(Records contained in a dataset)
------------------------------------------------------------------------

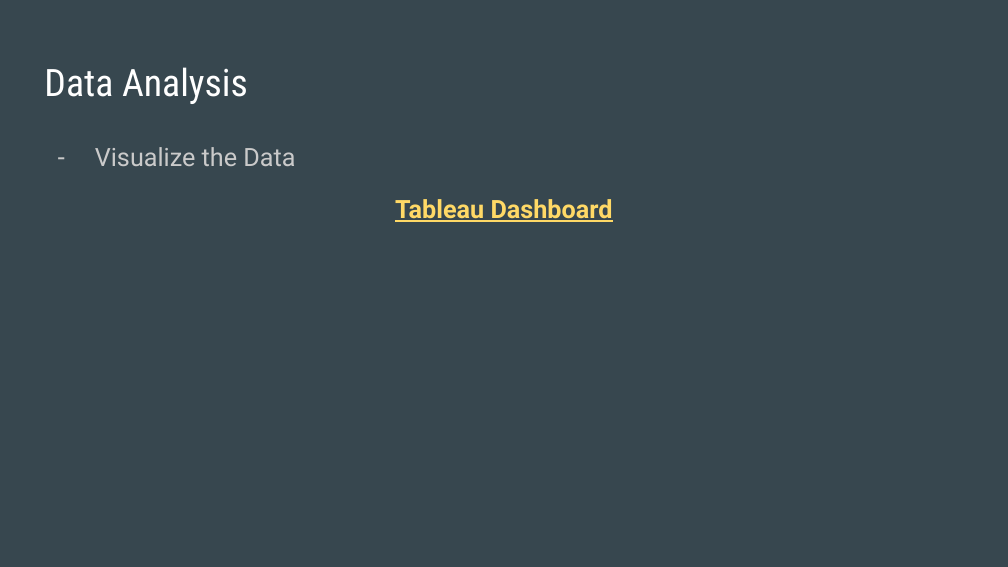
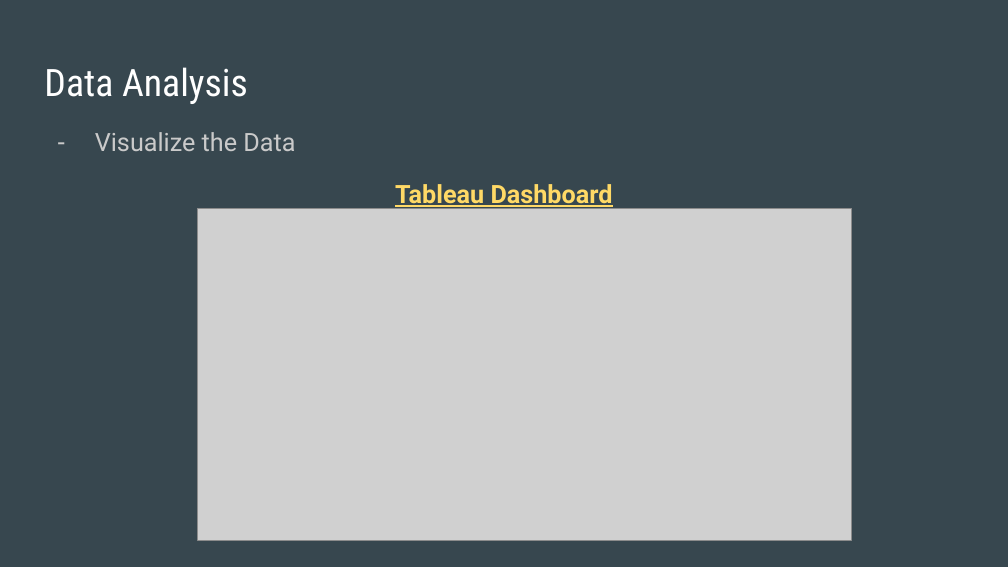
Before and after one commit to daniduce/Final-Project, a slide deck: slide 9 of Weather Patterns.pptx (slide 6 before the commit). Drawn at 1008x567 pixels with LibreOffice and Linux fonts; fonts in the diff are those of the drawing; grey boxes stand for pictures. Boxes give left, top, right and bottom in pixels: in the first picture for what was removed or moved away, otherwise in the second. Text is boxed around its words. In the diff, an @@ line names an element or a change of style, - is before the commit and + after.

```diff
--- a/Weather Patterns.pptx
+++ b/Weather Patterns.pptx
@@ text "Visualize the Data": place and size @@
-text "Visualize the Data" at (95,147,613,222)
+text "Visualize the Data" at (95,132,613,209)
@@ picture added at (198,209,852,540) @@
```
Also in this commit, not shown: 4 other slides changed, 3 slides added, 1 slide removed.

------------------------------------------------------------------------

- _TASK REQUIREMENTS_: Reproduce every line above that contains the string "Visualize".

- _REPLY TO THE EXERCISE_:
@@ text "Visualize the Data": place and size @@
-text "Visualize the Data" at (95,147,613,222)
+text "Visualize the Data" at (95,132,613,209)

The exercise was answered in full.